### PROBLEM DESCRIPTION
When you give the entries again, keep every word as it stands and drop the pictures.

### RECORD EXCERPTS
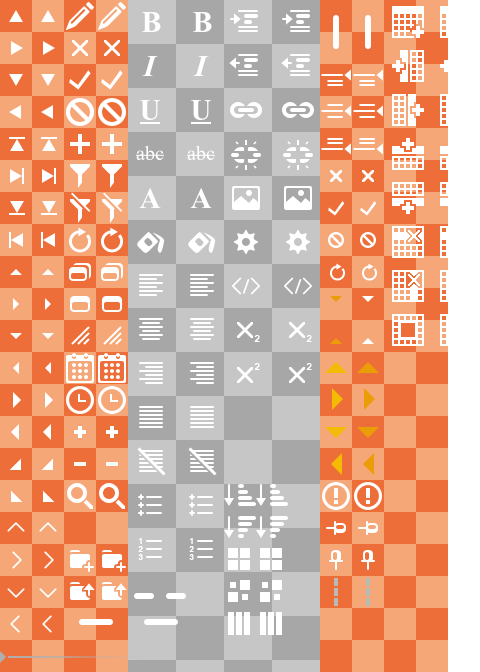
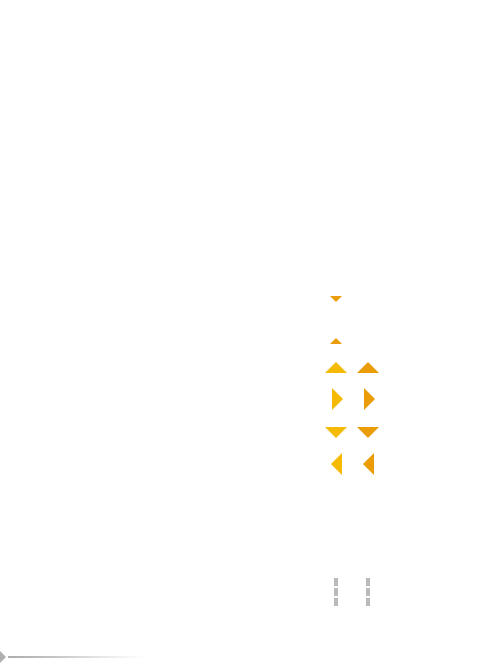
Two versions of the same layered image (480x672). Layer-by-layer changes:
painted on "table hover" over [440, 14, 448, 344]
painted on "table" over [392, 14, 424, 344]
hid "Layer 5 copy" over [224, 0, 320, 672]
hid "Layer 5" over [128, 0, 224, 672]
hid "Layer 4" over [0, 0, 448, 672]
hid "Layer 1" over [0, 0, 384, 672]

### RESPONSE TO THIS TASK
Two versions of the same layered image (480x672). Layer-by-layer changes:
painted on "table hover" over [440, 14, 448, 344]
painted on "table" over [392, 14, 424, 344]
hid "Layer 5 copy" over [224, 0, 320, 672]
hid "Layer 5" over [128, 0, 224, 672]
hid "Layer 4" over [0, 0, 448, 672]
hid "Layer 1" over [0, 0, 384, 672]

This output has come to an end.